リトアニア国営の天然ガス供給会社であるリエトゥボス・ドゥーヨス(本社:ビリニュス)は6月26日、米シェニエール・エナジーの子会社であるCMIとの間で、米国産液化天然ガス(LNG)を輸入することに合意したと発表した。契約内容の詳細については明らかされていない。米国産LNGはまず、リトアニアのクライペダ港のLNG施設に輸送され、隣国ラトビア近郊のインチュカルンス天然ガス貯蔵施設に送られるという。リトアニアのエネルギー相は、昨年2月から米国産LNGの輸入に関して米国企業と協議を続けてきたという。リトアニアをはじめとする東欧諸国の多くはこれまで、ロシア国営のガスプロムからの天然ガス供給に依存していたが、これを減らし、輸入先の多様化に取り組んでいる。
一方、エストニア国営電力会社のエスティ・エネルギアは6月21日、子会社のエネフィトがポーランドで工業向け電力・天然ガスの販売事業を開始したと発表した。ポーランドにおける電力・天然ガス市場は現在、国営電力会社(PGE)と、国営石油・天然ガス会社のPGNiGが独占しているものの、ドイツのエネルギー大手RWEの子会社であるInnogy(本社:エッセン)などの一部企業が進出している。
ところで、PGNiGが米国からLNGの輸入拡大を検討していることが判明した。7月第2週にドナルド・トランプ米大統領がポーランドのワルシャワを訪問した際、アンジェイ・ドゥダ大統領と会談し、LNG輸出に関連して協議したとされる。PGNiGは今年4月、米シェニエール・エナジーから米国産LNGをポーランドとして初めて輸入した。

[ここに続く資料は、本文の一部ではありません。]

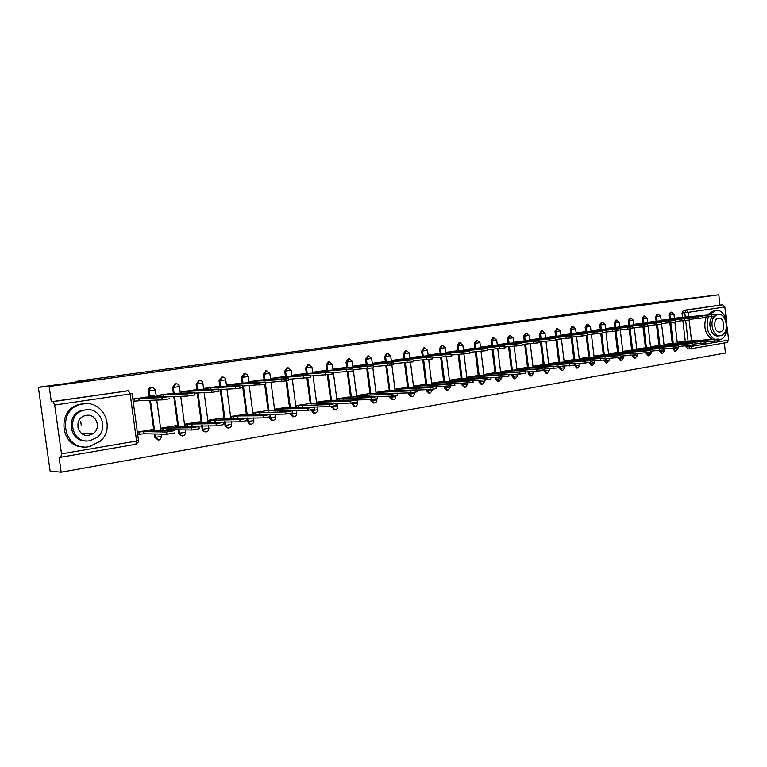 <?xml version="1.0" encoding="UTF-8"?>
<svg xmlns="http://www.w3.org/2000/svg" width="767" height="767" viewBox="0 0 767 767"><rect width="100%" height="100%" fill="white"/><g stroke="black" fill="none" stroke-linecap="round" stroke-linejoin="round"><path stroke-width="1.15" d="M151.665 387.249L151.147 387.277C149.277 387.747 148.386 388.994 148.472 391.007L149.172 390.969C149.095 388.955 149.987 387.709 151.856 387.239L152.125 387.21M175.787 383.778L174.886 383.864L172.575 387.488L173.294 387.44L176.161 383.74M199.084 380.394L196.093 384.046L196.841 383.999L199.631 380.346M221.951 377.086L219.055 380.691L219.813 380.643L222.296 377.057M244.28 373.855L241.471 377.412L242.247 377.364L244.894 373.807M266.082 370.701L263.359 374.21L264.155 374.162L266.734 370.643M287.395 367.623L284.749 371.084L285.554 371.027L288.066 367.566M308.219 364.613L305.649 368.035L306.474 367.978L308.919 364.555M328.573 361.669L326.071 365.044L326.905 364.987L329.302 361.602M348.477 358.793L346.042 362.129L346.895 362.062L349.225 358.726M367.939 355.974L365.571 359.272L366.434 359.205L368.706 355.907M386.98 353.223L384.679 356.482L385.552 356.415L387.766 353.156M405.609 350.529L403.365 353.75L404.247 353.683L406.414 350.461M423.844 347.892L421.658 351.075L422.55 350.998L424.669 347.825M441.696 345.313L439.568 348.458L440.469 348.381L442.53 345.236M459.174 342.791L457.094 345.898L458.004 345.821L460.027 342.715M476.288 340.318L474.265 343.386L475.176 343.309L477.16 340.241M493.056 337.892L491.081 340.932L492.002 340.845L493.938 337.816M509.489 335.524L507.553 338.525L508.483 338.439L510.371 335.438M525.587 333.194L523.698 336.157L524.638 336.08L526.478 333.108M541.368 330.913L539.517 333.846L540.467 333.76L542.269 330.826M556.832 328.679L555.03 331.584L555.979 331.497L557.753 328.592M572 326.483L570.245 329.359L571.194 329.273L572.93 326.397M586.88 324.336L585.154 327.173L586.113 327.087L587.81 324.249M601.472 322.226L599.784 325.035L600.743 324.949L602.411 322.14M615.786 320.155L614.137 322.945L615.105 322.849L616.735 320.069M629.841 318.132L628.221 320.884L629.189 320.788L630.79 318.037M643.628 316.138L642.046 318.861L643.014 318.775L644.577 316.042M657.166 314.182L655.612 316.876L656.59 316.79L658.124 314.087M670.454 312.265L668.929 314.93L669.907 314.834L671.413 312.169M38.35 387.258L87.678 380.528L75.176 381.496L658.441 302.025L718.813 294.777L49.193 386.482L38.35 387.258L50.104 471.091L61.178 472.223L725.467 352.993L724.326 342.993M61.178 472.223L59.059 457.084L60.871 457.218L61.494 453.853L54.668 405.043L53.057 401.63L128.751 390.7L51.322 401.697L49.193 386.482M690.386 348.803L687.75 348.985L685.832 345.994M685.276 341.238L682.908 320.759M682.505 317.27L682.016 313.022L684.787 312.754L686.158 310.108L722.792 304.815L724.853 306.982L726.33 319.925M727.202 327.528L728.631 340.059L727.164 342.504L690.914 348.745M719.992 305.103L683.387 310.386L722.792 304.815L719.992 305.103L718.813 294.777M671.135 343.482L664.011 344.536M668.325 319.331L661.183 320.27M657.837 345.696L650.531 346.78M654.989 321.315L647.664 322.284M644.299 347.94L636.792 349.062M641.413 323.338L633.887 324.336M630.493 350.231L622.804 351.382M627.569 325.409L619.861 326.426M616.438 352.571L608.547 353.75M613.475 327.509L605.556 328.554M602.114 354.948L594.013 356.166M599.104 329.647L590.983 330.73M587.512 357.374L579.2 358.62M584.464 331.833L576.122 332.945M572.623 359.848L564.09 361.132M569.526 334.067L560.974 335.208M557.446 362.379L548.693 363.692M554.301 336.329L545.519 337.509M541.962 364.948L532.979 366.3M538.77 338.65L529.757 339.858M526.162 367.575L516.939 368.965M522.931 341.008L513.679 342.255M510.055 370.25L500.592 371.679M506.766 343.424L497.275 344.699M493.612 372.983L483.948 374.44M490.276 345.879L480.593 347.183M476.825 375.772L466.969 377.259M473.44 348.391L463.546 349.723M459.692 378.62L449.625 380.144L449.788 381.477M456.25 350.96L446.154 352.321L446.26 353.165M442.195 381.525L431.917 383.078L432.089 384.478M438.705 353.577L428.389 354.968L428.494 355.85M424.324 384.497L413.825 386.089L414.007 387.536M420.776 356.252L410.24 357.671L410.355 358.592M406.069 387.527L395.341 389.157L395.523 390.662M402.464 358.985L391.697 360.432L391.812 361.391M387.412 390.624L376.444 392.292L376.645 393.864M383.749 361.775L372.743 363.261L372.867 364.248M368.352 393.797L357.134 395.504L357.345 397.143M364.622 364.622L353.366 366.147L353.501 367.182M348.851 397.038L337.394 398.782L337.614 400.499M345.064 367.537L333.559 369.1L333.703 370.183M328.928 400.345L317.202 402.129L317.433 403.941M325.064 370.528L313.3 372.12L313.454 373.251M308.535 403.739L296.541 405.561L296.791 407.459M304.614 373.577L292.582 375.207L292.735 376.396M287.683 407.2L275.401 409.07L275.669 411.064M283.685 376.693L271.374 378.371L271.537 379.617M266.341 410.748L253.772 412.665L254.05 414.765M262.266 379.895L249.668 381.602L249.841 382.915M244.491 414.381L231.624 416.347L231.922 418.561L233.465 418.523L233.187 416.481L237.693 415.954L263.062 415.752L269.936 414.621L243.398 414.391M240.349 383.164L227.444 384.919L227.626 386.3M222.114 418.092L208.94 420.115L209.257 422.464M217.905 386.51L204.684 388.313L204.875 389.77M199.209 421.908L185.71 423.969L186.036 426.375L187.023 426.212M194.914 389.933L181.367 391.784L181.578 393.327M175.729 425.81L161.904 427.919L162.23 430.364L163.198 430.201M171.357 393.452L157.475 395.35L157.705 396.99M151.674 429.808L137.494 431.974M147.216 397.057L132.988 398.993M158.117 440.047L154.771 437.295L154.32 433.978M153.831 430.45L149.738 400.316M149.325 397.335L148.472 391.007M182.067 435.934L179.2 434.486L178.299 429.808M177.829 426.394L173.812 396.606M173.419 393.701L172.575 387.488M205.431 431.917L203.303 431.303L202.162 429.223L201.692 425.752M201.251 422.444L197.301 392.992M196.918 390.163L196.093 384.046M228.24 427.996L226.639 427.727L225.009 425.33L224.539 421.802M224.108 418.59L220.225 389.473M219.861 386.712L219.055 380.691M250.502 424.17L249.246 424.055L247.223 420.824M246.916 418.504L246.84 417.957M246.428 414.842L242.842 387.766M242.257 383.337L241.471 377.412M272.256 420.431L271.221 420.383L269.025 417.2M268.229 411.17L264.72 384.497M264.136 380.048L263.359 374.21M293.493 416.778L292.62 416.769L290.31 413.576M289.475 407.181L286.081 381.247M285.468 376.597L284.749 371.084M314.202 413.221L313.482 413.221L311.105 410.009M310.29 403.701L306.953 378.054M306.349 373.471L305.649 368.035M334.412 409.741L331.43 406.491M330.635 400.307L327.346 374.919M326.771 370.413L326.071 365.044M354.191 406.337L351.296 403.02M350.529 396.98L347.288 371.832M346.722 367.431L346.042 362.129M373.539 403.011L370.844 400.508L370.72 399.569M369.982 393.739L366.789 368.783M366.243 364.507L365.571 359.272M392.474 399.751L389.857 397.268L389.722 396.194M376.463 392.436L410.767 390.854L416.855 389.895L388.006 390.94L389.32 390.566L385.859 365.801M385.331 361.66L384.679 356.482M411.016 396.568L408.466 394.104L408.312 392.905M407.632 387.469L404.525 362.887M404.017 358.87L403.365 353.75M429.165 393.442L426.673 390.997L426.51 389.694M425.848 384.43L422.79 360.039M422.301 356.137L421.658 351.075M446.931 390.384L444.505 387.968L444.323 386.549M443.69 381.458L440.661 357.259M440.191 353.462L439.568 348.458M464.323 387.393L461.955 384.996L461.772 383.49M461.159 378.543L458.167 354.536M457.707 350.845L457.094 345.898M479.049 382.081L479.969 382.043L482.203 384.43L481.283 384.468L479.049 382.081L478.848 380.49M478.263 375.696L475.31 351.88M474.869 348.276L474.265 343.386M495.789 379.234L496.719 379.195L498.924 381.554L497.994 381.602L495.789 379.234L495.587 377.565M495.012 372.906L492.107 349.282M491.676 345.773L491.081 340.932M512.193 376.444L513.123 376.396L515.309 378.745L514.369 378.783L512.193 376.444L511.982 374.699M511.426 370.173L508.559 346.732M508.137 343.309L507.553 338.525M528.271 373.702L529.211 373.663L531.358 375.983L530.419 376.031L528.271 373.702L528.051 371.899M527.514 367.498L524.686 344.249M524.273 340.903L523.698 336.157M544.024 371.027L544.973 370.979L547.082 373.28L546.142 373.328L544.024 371.027L543.793 369.157M543.276 364.871L540.486 341.804M540.093 338.535L539.517 333.846M559.469 368.39L560.418 368.342L562.508 370.624L561.559 370.672L559.469 368.39L559.239 366.473M558.731 362.302L555.979 339.417M555.596 336.224L555.03 331.584M574.617 365.811L575.566 365.763L577.628 368.026L576.669 368.074L574.55 365.284M573.889 359.771L571.271 337.95M570.792 333.952L570.245 329.359M589.468 363.29L590.427 363.232L592.45 365.476L591.491 365.533L589.401 362.772M588.749 357.297L586.17 335.687M585.7 331.728L585.154 327.173M604.041 360.806L605 360.749L606.994 362.973L606.035 363.031L603.974 360.269M603.332 354.872L600.791 333.453M600.321 329.542L599.784 325.035M618.327 358.371L619.295 358.314L621.26 360.519L620.292 360.576L618.26 357.805M617.636 352.494L615.124 331.258M614.664 327.404L614.137 322.945M632.353 355.984L633.331 355.926L635.268 358.112L634.29 358.17L632.286 355.37M631.672 350.155L629.189 329.091M628.739 325.304L628.221 320.884M646.121 353.645L647.099 353.577L649.007 355.754L648.029 355.811L646.044 352.973M645.45 347.863L642.995 326.963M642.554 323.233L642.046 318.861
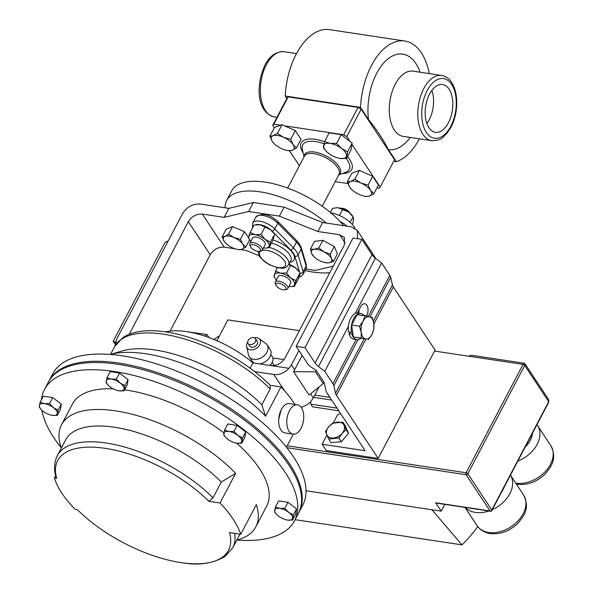 <?xml version="1.0" encoding="UTF-8"?>
<svg xmlns="http://www.w3.org/2000/svg" width="593" height="593" viewBox="0 0 593 593"><rect width="100%" height="100%" fill="white"/><g stroke="black" fill="none" stroke-linecap="round" stroke-linejoin="round"><path stroke-width="0.89" d="M448.449 122.736A24.172 13.52 98.6 0 0 452.422 98.564A24.172 13.52 98.6 0 0 442.593 84.525A24.172 13.52 98.6 0 0 429.532 94.117A24.172 13.52 98.6 0 0 425.559 118.289A24.172 13.52 98.6 0 0 435.388 132.328A24.172 13.52 98.6 0 0 448.449 122.736M426.856 123.552A24.172 13.52 98.6 0 0 429.191 119.83A24.172 13.52 98.6 0 0 431.86 90.395M270.823 354.599L272.269 356.786A8.45 5.952 146.5 0 1 272.143 362.493A8.45 5.952 146.5 0 1 269.808 365.421M254.264 337.758A7.635 5.381 146.5 0 1 258.933 338.551L265.768 343.525A10.696 7.539 146.5 0 1 267.124 344.933A10.696 7.539 146.5 0 1 266.969 352.153A10.696 7.539 146.5 0 1 258.022 359.069A10.696 7.539 146.5 0 1 249.275 356.727A10.696 7.539 146.5 0 1 248.511 354.933L246.614 346.697A7.635 5.381 146.5 0 1 247.274 342.828A7.635 5.381 146.5 0 1 247.711 342.087M267.124 344.933L270.149 349.507A10.696 7.539 146.5 0 1 269.993 356.727A10.696 7.539 146.5 0 1 259.764 363.902M258.933 338.551A7.635 5.381 146.5 0 1 259.793 344.711A7.635 5.381 146.5 0 1 252.507 349.833A7.635 5.381 146.5 0 1 246.614 346.697M255.375 341.642A4.403 3.106 -33.5 0 0 255.435 338.662A4.403 3.106 -33.5 0 0 251.832 337.699A4.403 3.106 -33.5 0 0 248.148 340.552A4.403 3.106 -33.5 0 0 248.089 343.525A4.403 3.106 -33.5 0 0 251.691 344.489A4.403 3.106 -33.5 0 0 255.375 341.642M248.089 343.525L249.853 346.201A4.403 3.106 -33.5 0 0 253.456 347.164A4.403 3.106 -33.5 0 0 257.14 344.311A4.403 3.106 -33.5 0 0 257.206 341.338L255.435 338.662M338.751 410.779L312.541 406.828L310.769 404.152A34.142 24.061 146.5 0 1 310.769 401.528M328.73 426.797A9.881 6.968 -33.5 0 0 329.271 437.337A9.881 6.968 -33.5 0 0 342.124 433.364A9.881 6.968 -33.5 0 0 341.575 422.824A9.881 6.968 -33.5 0 0 328.73 426.797M328.715 426.797L325.498 431.519L328.655 439.02L338.937 438.108L342.146 433.387L346.06 429.71L342.902 422.209L332.621 423.113L328.715 426.797M260.483 250.194A5.567 2.431 27.7 0 1 259.193 251.299A5.567 2.431 27.7 0 1 254.301 250.142A5.567 2.431 27.7 0 1 250.58 246.77A5.567 2.431 27.7 0 1 250.387 245.784A5.567 2.431 27.7 0 1 255.746 245.443A5.567 2.431 27.7 0 1 260.483 250.194M250.58 246.77L249.898 245.257A7.057 3.084 27.7 0 1 249.66 244.005A7.057 3.084 27.7 0 1 249.809 243.515A7.057 3.084 27.7 0 1 256.977 243.812A7.057 3.084 27.7 0 1 262.462 249.594A7.057 3.084 27.7 0 1 262.306 250.083A7.057 3.084 27.7 0 1 260.824 250.995L259.193 251.299M249.809 243.515L252.714 237.978A7.057 3.084 27.7 0 1 259.89 238.267A7.057 3.084 27.7 0 1 265.368 244.057A7.057 3.084 27.7 0 1 265.219 244.538L262.306 250.083M276.041 285.285L275.36 283.773A7.057 3.084 27.7 0 1 275.122 282.52A7.057 3.084 27.7 0 1 275.271 282.031A7.057 3.084 27.7 0 1 282.438 282.327A7.057 3.084 27.7 0 1 287.924 288.109A7.057 3.084 27.7 0 1 287.768 288.598A7.057 3.084 27.7 0 1 286.286 289.51L284.655 289.814A5.567 2.431 27.7 0 1 279.763 288.658A5.567 2.431 27.7 0 1 276.041 285.285A5.567 2.431 27.7 0 1 275.849 284.299A5.567 2.431 27.7 0 1 281.208 283.958A5.567 2.431 27.7 0 1 285.945 288.709A5.567 2.431 27.7 0 1 284.655 289.814M275.271 282.031L278.176 276.494A7.057 3.084 27.7 0 1 285.352 276.783A7.057 3.084 27.7 0 1 290.829 282.564A7.057 3.084 27.7 0 1 290.681 283.054L287.768 288.598M429.265 73.599A61.561 34.424 98.6 0 0 404.789 41.006A61.561 34.424 98.6 0 0 371.514 65.438A61.561 34.424 98.6 0 0 360.492 107.385L368.475 119.467C376.874 129.897 383.523 139.955 388.43 149.644L396.413 161.726A61.561 34.424 98.6 0 0 419.429 138.829M396.413 161.726L393.693 161.318M404.789 41.006L329.508 29.65A61.561 34.424 98.6 0 0 296.233 54.082A61.561 34.424 98.6 0 0 285.203 96.029L286.842 98.505M343.688 225.688A67.78 29.606 -152.3 0 0 339.959 221.411A67.78 29.606 -152.3 0 0 265.256 182.14A67.78 29.606 -152.3 0 0 231.774 190.761L226.674 200.471A67.78 29.606 -152.3 0 0 225.125 207.802L200.182 204.036C192.769 203.696 186.891 206.89 182.562 213.613L116.947 338.596L115.679 342.168A14.232 10.029 -33.5 0 0 115.576 344.97M357.601 238.697L357.231 230.321L351.308 226.837L326.365 223.072A67.78 29.606 -152.3 0 0 260.157 191.858A67.78 29.606 -152.3 0 0 226.674 200.471M305.106 270.519A67.78 29.606 -152.3 0 0 313.2 272.098A67.78 29.606 -152.3 0 0 329.856 272.639M336.602 207.758A11.297 4.937 27.7 0 1 336.668 207.75A11.297 4.937 27.7 0 1 338.129 207.795A11.297 4.937 27.7 0 1 348.395 211.923A7.057 3.084 -152.3 0 0 345.86 210.196A7.057 3.084 -152.3 0 0 342.591 208.877M349.744 212.961L349.692 212.843A5.567 2.431 -152.3 0 0 346.134 209.559A5.567 2.431 -152.3 0 0 341.079 208.313L340.945 208.343M278.717 419.236L281.126 409.926M289.451 410.712A14.825 8.287 -81.4 0 1 297.464 404.834A14.825 8.287 -81.4 0 1 303.49 413.44A14.825 8.287 -81.4 0 1 301.059 428.265A14.825 8.287 -81.4 0 1 293.046 434.15A14.825 8.287 -81.4 0 1 287.012 425.544A14.825 8.287 -81.4 0 1 289.451 410.712M293.046 434.15L284.936 432.927A14.825 8.287 -81.4 0 1 278.91 424.321A14.825 8.287 -81.4 0 1 281.349 409.496A14.825 8.287 -81.4 0 1 289.362 403.611L297.464 404.834M41.466 399.749A141.201 61.687 27.7 0 1 44.527 389.46A141.201 61.687 27.7 0 1 155.47 381.914A141.201 61.687 27.7 0 1 285.292 472.554A141.201 61.687 27.7 0 1 294.558 520.728A141.201 61.687 27.7 0 1 237.022 540.075M61.272 447.804A141.201 61.687 27.7 0 1 53.793 437.634A141.201 61.687 27.7 0 1 41.888 410.208M44.527 389.46L48.3 382.263A141.201 61.687 27.7 0 1 159.243 374.717A141.201 61.687 27.7 0 1 289.073 465.357A141.201 61.687 27.7 0 1 298.338 513.531L294.558 520.728M240.743 534.293A109.727 47.937 -152.3 0 0 233.042 519.045A109.727 47.937 -152.3 0 0 220.055 502.997L208.818 501.3A96.481 42.147 -152.3 0 0 105.332 448.36A96.481 42.147 -152.3 0 0 56.683 478.351L54.482 478.025A99.068 43.282 -152.3 0 0 75.17 509.313L77.372 509.646A96.481 42.147 -152.3 0 0 184.682 563.105A96.481 42.147 -152.3 0 0 229.506 532.596L240.743 534.293L256.309 504.636A109.727 47.937 27.7 0 1 255.813 526.829A109.727 47.937 27.7 0 1 238.178 539.734L236.777 540.149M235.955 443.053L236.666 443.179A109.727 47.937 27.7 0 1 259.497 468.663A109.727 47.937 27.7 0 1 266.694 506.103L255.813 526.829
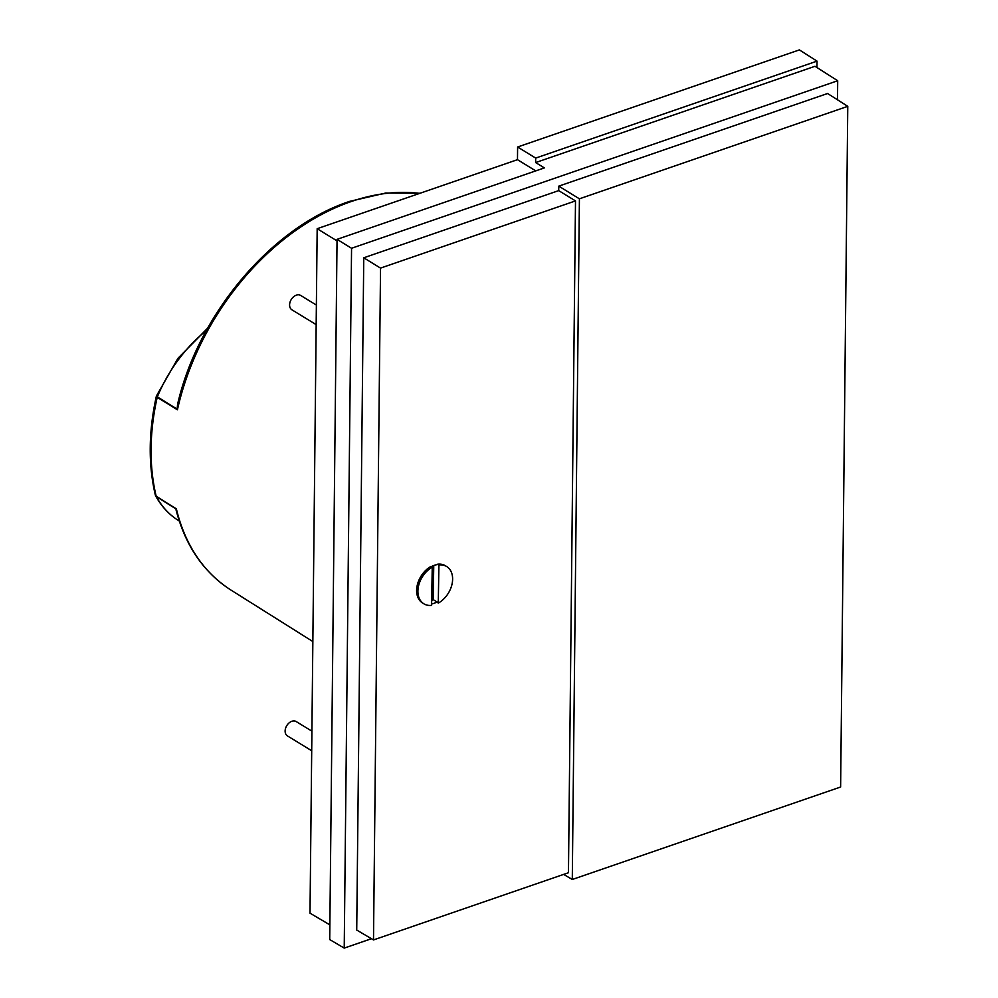 <?xml version="1.0" encoding="UTF-8"?>
<svg xmlns="http://www.w3.org/2000/svg" width="998" height="998" viewBox="0 0 998 998"><rect width="100%" height="100%" fill="white"/><g stroke="black" fill="none" stroke-linecap="round" stroke-linejoin="round"><path stroke-width="1.5" d="M420.058 193.25L385.565 193.063L349.662 201.371C272.03 226.796 198.215 314.021 177.594 404.265L177.145 409.105L157.347 396.867L157.859 395.807M419.696 193.375A223.689 157.073 121.5 0 0 351.046 201.596A223.689 157.073 121.5 0 0 177.419 409.791L177.145 409.105M155.488 495.507L156.312 496.567A121.494 85.304 121.5 0 0 178.368 520.482C168.899 514.481 161.314 506.273 155.626 495.856L176.372 508.88A223.689 157.073 121.5 0 0 231.062 590.13L312.848 641.564M316.378 305.064L300.66 295.433A8.408 5.901 121.5 0 0 296.344 295.159A8.408 5.901 121.5 0 0 290.031 302.194A8.408 5.901 121.5 0 0 291.878 309.779L316.179 324.637M311.912 731.172L296.194 721.554A8.408 5.901 121.5 0 0 291.89 721.267A8.408 5.901 121.5 0 0 285.565 728.315A8.408 5.901 121.5 0 0 287.424 735.9L311.713 750.758M177.419 409.791L157.21 397.316A223.402 156.861 121.5 0 0 156.175 496.218A2.096 1.485 122.1 0 0 156.312 496.567L176.11 508.98L176.047 509.853C185.341 545.744 203.679 572.503 231.062 590.13M431.298 566.639A21.432 15.045 -58.5 0 1 434.18 565.367A21.432 15.045 -58.5 0 1 437.635 564.569L437.648 564.194A21.856 15.344 -58.5 0 1 445.395 565.741L446.667 566.527A21.856 15.344 -58.5 0 1 451.982 584.354A21.856 15.344 -58.5 0 1 438.272 603.104L437.012 601.944A21.432 15.045 -58.5 0 1 431.623 603.99M329.864 924.859L310.004 913.17L317.177 228.704L517.475 159.68L517.613 147.005L799.373 49.9L817.038 61.128L816.963 67.552M206.361 330.5A121.494 85.304 121.5 0 0 157.347 396.867A2.096 1.485 121.7 0 0 157.21 397.316L156.474 396.094M517.613 147.005L535.677 158.083L817.038 61.128M317.177 228.704L337.025 240.892M535.751 170.883L517.475 159.68M371.456 938.719L344.223 948.1L329.714 939.567L337.05 239.358L544.359 167.913L535.639 162.562L535.677 158.083M337.05 239.358L351.558 248.265L837.696 80.738L814.979 66.292L535.639 162.562M344.223 948.1L351.558 248.265M837.696 80.738L837.497 99.812M363.759 257.796L380.537 268.1L575.497 200.91L568.461 872.739L373.501 939.929L356.723 930.049L363.759 257.796L558.718 190.618L558.768 186.139L827.579 93.5L847.764 106.337L840.628 787.01L572.291 879.488L563.645 874.398M558.768 186.139L579.414 198.814L847.764 106.337M575.497 200.91L558.718 190.618M373.501 939.929L380.537 268.1M579.414 198.814L572.291 879.488M422.578 603.017A21.856 15.344 -58.5 0 1 417.264 585.19A21.856 15.344 -58.5 0 1 430.974 566.44L432.246 567.213A21.856 15.344 -58.5 0 0 418.536 585.976A21.856 15.344 -58.5 0 0 423.851 603.802L422.578 603.017M431.685 600.359A21.432 15.045 121.5 0 0 433.182 599.598L433.756 565.517M437.012 601.944L433.182 599.598M437.648 564.194L438.92 564.968A21.856 15.344 -58.5 0 1 446.667 566.527M432.246 567.213L431.598 605.349A21.856 15.344 -58.5 0 1 423.851 603.802M438.92 564.968L438.272 603.104M178.368 520.482L179.303 521.068M155.351 495.133C148.203 464.656 148.54 431.71 156.337 396.293M207.671 328.142L177.968 358.294L156.461 395.932"/></g></svg>

このほか、ポーランドの天然ガス輸送会社であるガス–システムは、品質不良を理由に6月21日に停止したヤマル天然ガスパイプライン経由の天然ガス輸入業務に関連し、品質が改善されたとしてロシアから輸入を再開した。ガス–システムに先立ち、供給先のガスプロムは、品質不良にかかわる技術的な問題が解消されたと発表していた。送ガス管が停止していた間、貯蔵していた天然ガスを利用したため、ガス–システムは国内での供給に悪影響を及ぼさなかったとしている。